Serp Forge empowers you to **search, extract, and analyze the world's information** with ease, speed, and stealth. Whether you're building data-driven products, monitoring trends, or fueling AI models, Serp Forge is your all-in-one toolkit for:

- **Unrestricted search** across web, news, images, and videos
- **Anti-detection scraping** with IP rotation, browser evasion, and header randomization
- **AI-powered content extraction** and sentiment/meta analysis
- **Batch, async, and high-performance workflows**
- **Rich, ready-to-use outputs** for analytics, ML, and reporting

> **Purpose:** Democratize access to web data, making advanced search and extraction accessible, ethical, and developer-friendly.

---

## 🛠️ How Serp Forge Works

```mermaid
flowchart TD
    A["User/Developer"] -->|"CLI / Python API"| B["Serp Forge"]
    B --> C["Serper API"]
    B --> D["Anti-Detection Engine"]
    B --> E["Content Extraction & AI Analysis"]
    D --> F["Proxy Rotation"]
    D --> G["Header Randomization"]
    D --> H["Browser Evasion"]
    E --> I["Text Extraction"]
    E --> J["Sentiment & Metadata"]
    E --> K["Batch & Async Processing"]
    B --> L["Rich Output: JSON, CSV, Analysis"]
    style B fill:#f9f,stroke:#333,stroke-width:2px
    style D fill:#bbf,stroke:#333,stroke-width:1px
    style E fill:#bfb,stroke:#333,stroke-width:1px
```

---

## 🚀 Quick Start

### Installation

```bash
# Install from PyPI (recommended)
pip install serp-forge

# Or install from source
git clone https://github.com/vishal-mishra/serp-forge.git
cd serp-forge
pip install -e .
```

### Setup

```bash
# Set API key
export SERPER_API_KEY="your_api_key_here"

# Basic usage
serp-forge search "AI news 2025" --max-results 10
```

---

## 🧠 Why Serp Forge?

- **No more blocks:** Advanced anti-detection, proxy, and browser evasion built-in
- **AI-native:** Sentiment, metadata, and content extraction for downstream ML/analytics
- **Lightning fast:** Async, batch, and parallel scraping for scale
- **Developer-first:** Python API, CLI, config, and rich output formats
- **Ethical & transparent:** Designed for responsible, legal, and auditable use

---

## 🐍 Python Usage

```python
import serp_forge as sf

# Simple search and scrape
results = sf.scrape("latest AI news", max_results=10)

# News search
news = sf.scrape("blockchain technology", search_type="news", max_results=5)

# Batch processing
queries = ["AI trends", "ML news", "tech updates"]
batch_results = sf.batch_scrape(queries, parallel=True)
```

---

## ✨ Features

- 🔍 **Serper API Integration** - Get search results with full content extraction
- 🛡️ **Anti-Detection** - IP rotation, header randomization, browser fingerprinting evasion
- 🤖 **AI Content Extraction** - Intelligent content parsing and cleaning
- ⚡ **Async Support** - High-performance concurrent scraping
- 📊 **Batch Processing** - Process multiple queries efficiently
- 🎯 **Multiple Search Types** - Web, news, images, videos
- 📝 **Rich Output** - JSON, CSV, sentiment analysis, metadata extraction

---

## 🤝 Contributing

We welcome contributions!

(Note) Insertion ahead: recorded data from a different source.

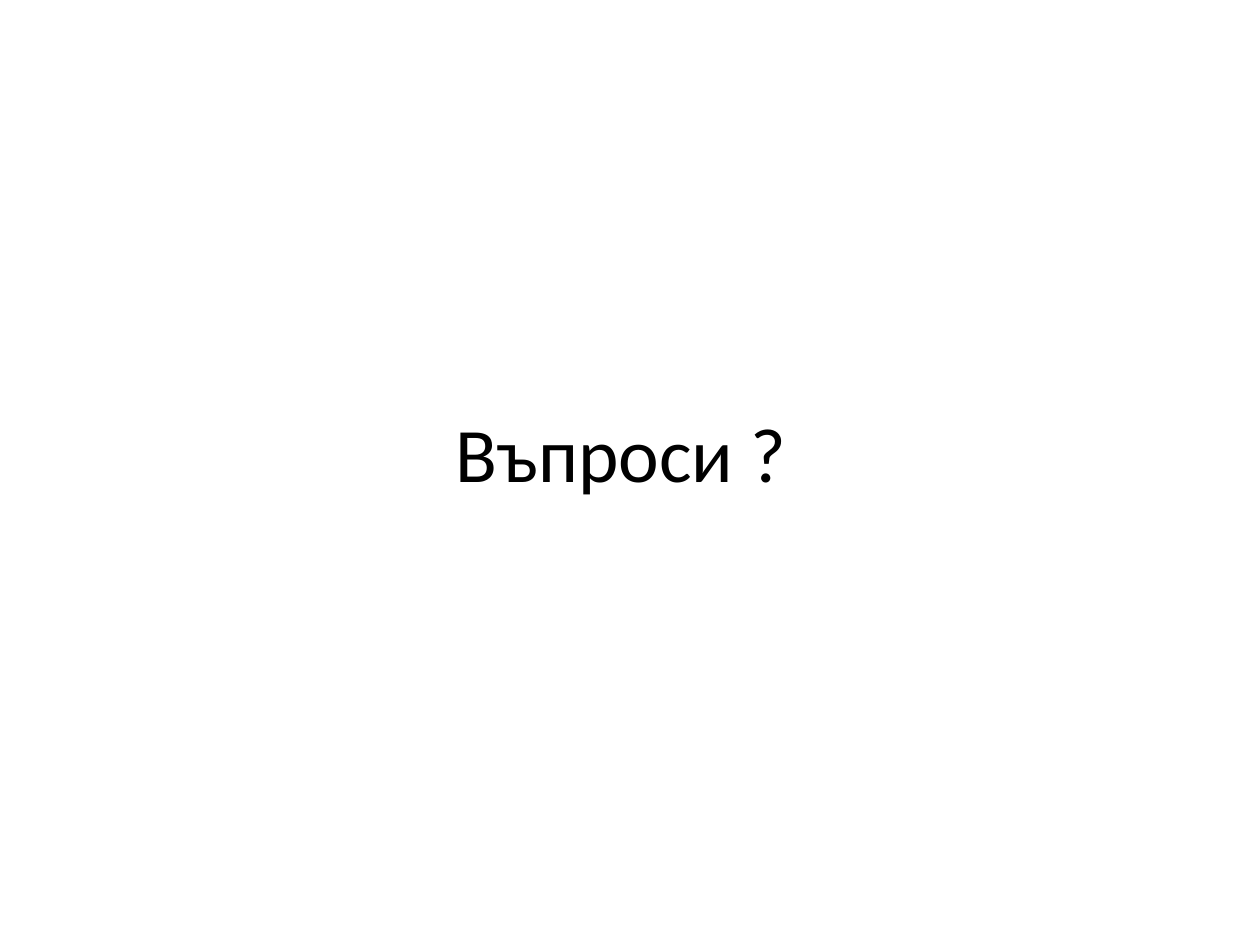
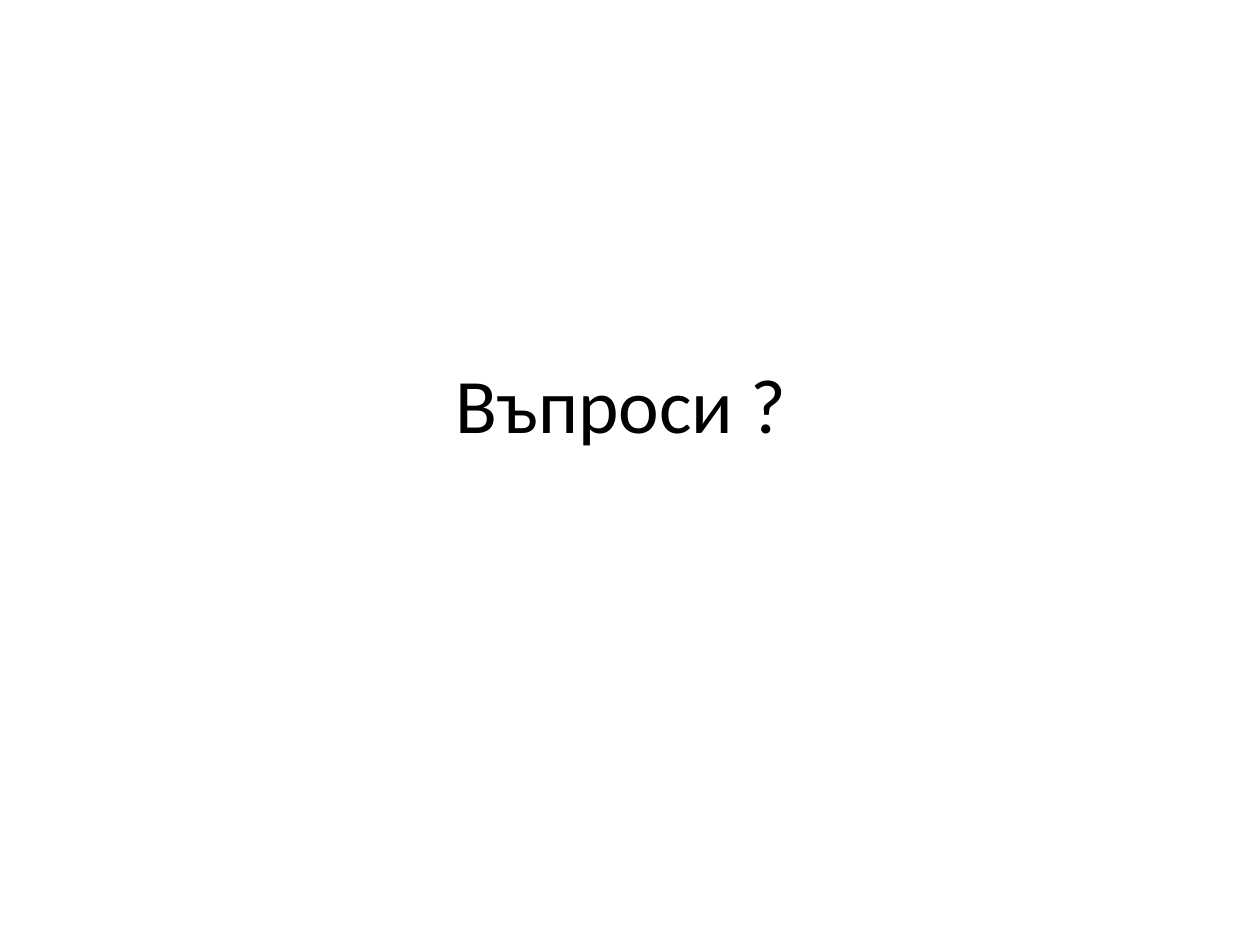
Before and after one commit to jasimcse/team2-strawberry, a slide deck: slide 38 of prezentaciq/venci.ppt (slide 37 before the commit). Drawn at 1260x945 pixels with LibreOffice and Linux fonts; fonts in the diff are those of the drawing. Boxes give left, top, right and bottom in pixels: in the first picture for what was removed or moved away, otherwise in the second. Text is boxed around its words. In the diff, an @@ line names an element or a change of style, - is before the commit and + after.

```diff
--- a/prezentaciq/venci.ppt
+++ b/prezentaciq/venci.ppt
@@ title "Въпроси ?" moved from (x1=456, y1=432, x2=734, y2=495) to (x1=456, y1=383, x2=734, y2=446) @@
```
Also in this commit, not shown: 4 other slides changed, 2 slides added, 1 slide removed.
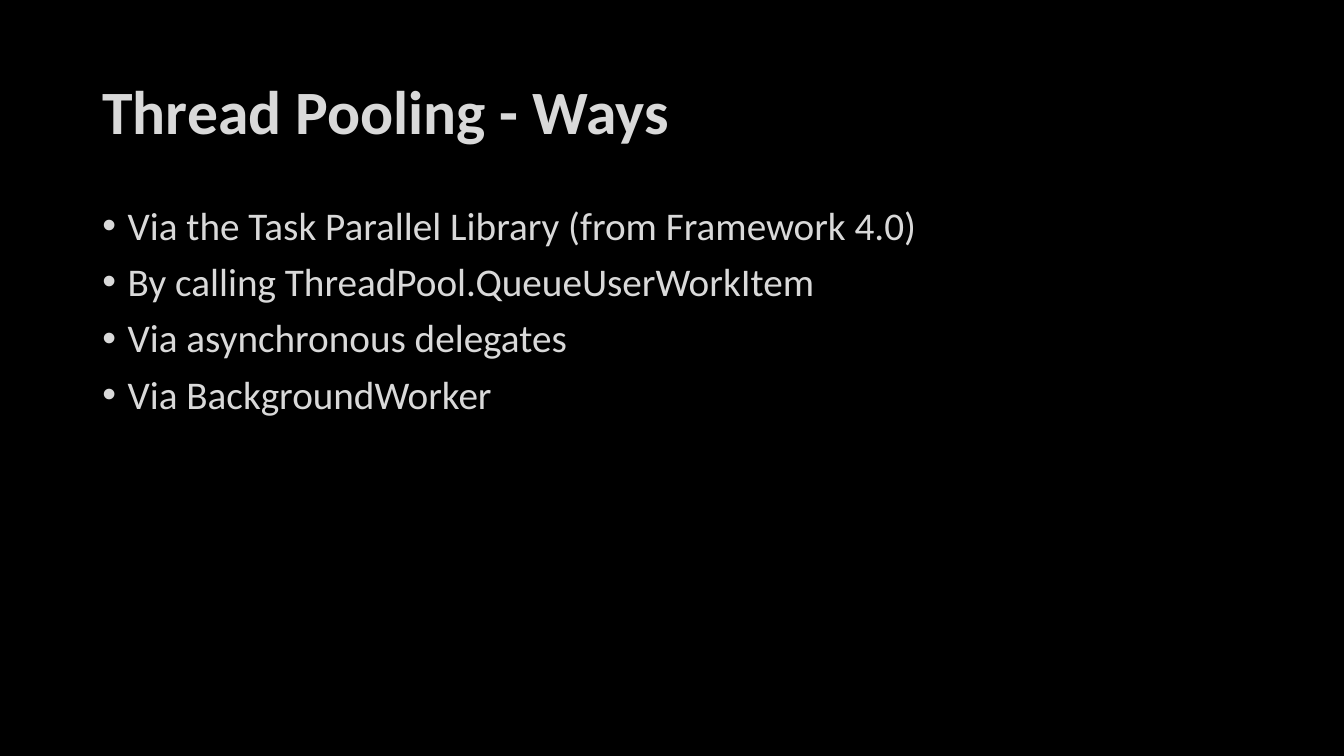
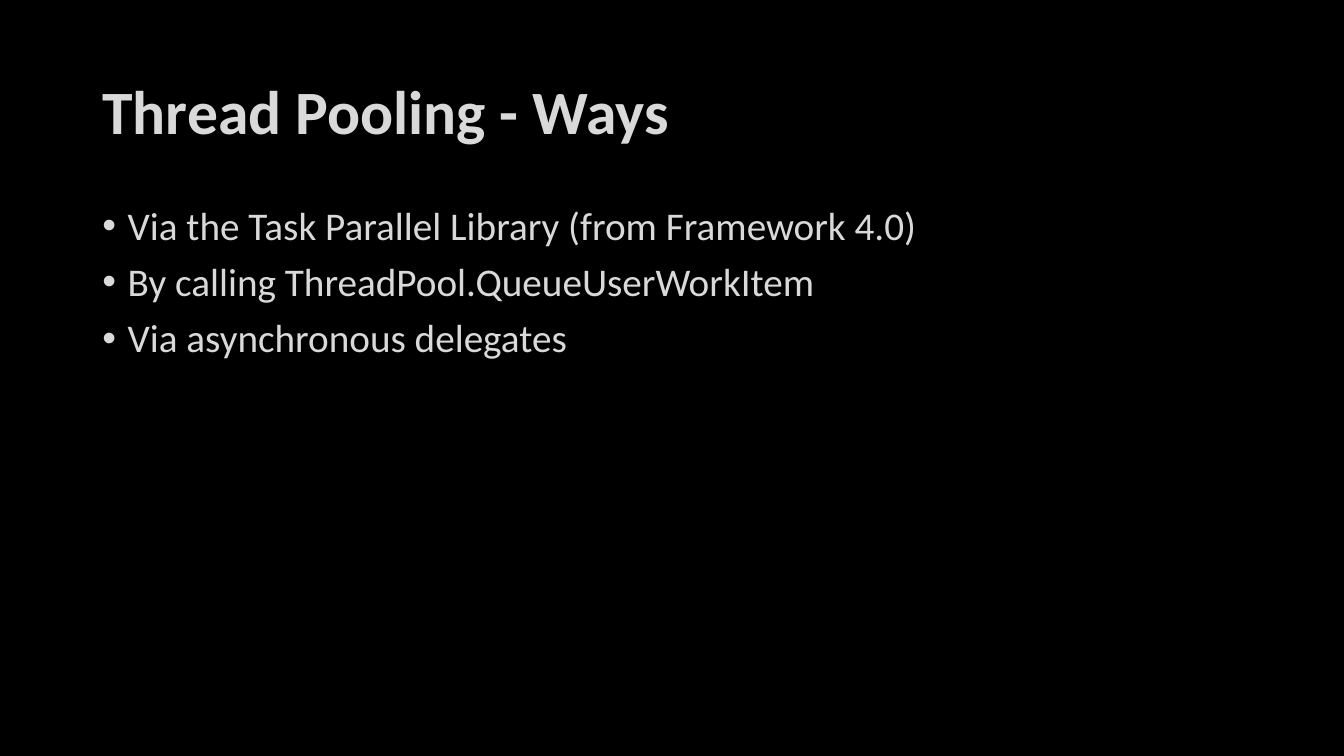
Before and after one commit to tolltech/it-curse, a slide deck: slide 20 of multithreading/multithreading.pptx. Drawn at 1344x756 pixels with LibreOffice and Linux fonts; fonts in the diff are those of the drawing. Boxes give left, top, right and bottom in pixels: in the first picture for what was removed or moved away, otherwise in the second. Text is boxed around its words. In the diff, an @@ line names an element or a change of style, - is before the commit and + after.

```diff
--- a/multithreading/multithreading.pptx
+++ b/multithreading/multithreading.pptx
@@ text at bbox=[128, 381, 491, 416]: paragraph removed @@
-• Via BackgroundWorker
```
Also in this commit, not shown: 6 slides added.
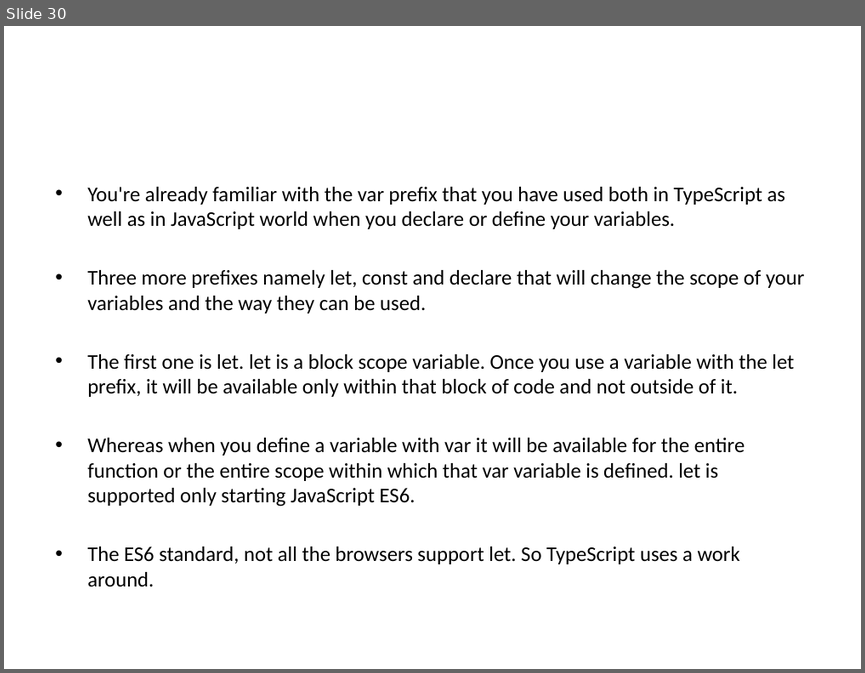
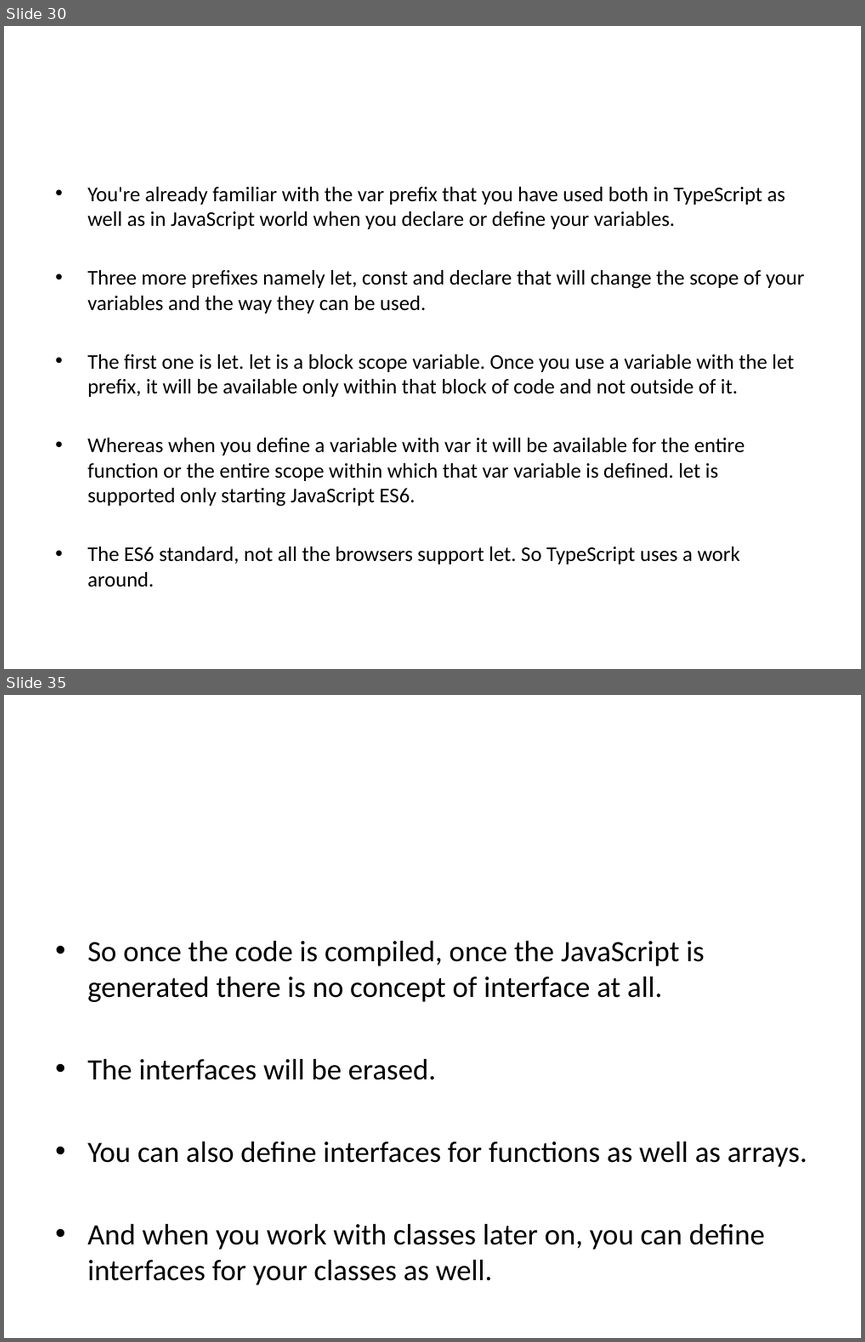
Before and after one commit to rameshcoderepository/typescript, a slide deck: Angular_Presentation.pptx. Shown one above the other, each under a label of ours: slide 30 before the commit, slides 30 and 35 after it; the slides between them are not shown. The pictures are 865x673 and 865x1342 pixels, drawn with LibreOffice and Linux fonts; fonts in the diff are those of the drawing. Boxes give left, top, right and bottom in pixels: in the first picture for what was removed or moved away, otherwise in the second. Text is boxed around its words. In the diff, an @@ line names an element or a change of style, - is before the commit and + after.

```diff
--- a/Angular_Presentation.pptx
+++ b/Angular_Presentation.pptx
@@ slide 35 added at [4, 695, 861, 1338], background #FFFFFF @@
@@ text added at [87, 941, 807, 1281], 24.8 pt, text #000000 @@
+• So once the code is compiled, once the JavaScript is generated there is no concept of interface at all.
+• The interfaces will be erased.
+• You can also define interfaces for functions as well as arrays.
+• And when you work with classes later on, you can define interfaces for your classes as well.
```
Also in this commit, not shown: 24 other slides added, 24 slides removed, 28 other files.

Please see our [Contributing Guidelines](CONTRIBUTING.md) for details.

### Development Setup

```bash
# Clone the repository
git clone https://github.com/vishal-mishra/serp-forge.git
cd serp-forge

# Create virtual environment
python -m venv venv
source venv/bin/activate  # On Windows: venv\Scripts\activate

# Install in development mode
pip install -e .

# Install development dependencies
pip install -r requirements.txt

# Run tests
pytest
```

---

## 📚 Documentation

- [Installation Guide](docs/INSTALLATION.md)
- [Usage Examples](docs/USAGE.md)
- [Configuration](docs/CONFIGURATION.md)
- [API Reference](docs/API.md)
- [CLI Reference](docs/CLI.md)
- [Testing Guide](TESTING.md)

---

## 📦 PyPI Package

Serp Forge is available on PyPI: https://pypi.org/project/serp-forge/

```bash
pip install serp-forge
```

---

## 💡 License

MIT License - see [LICENSE](LICENSE) file for details.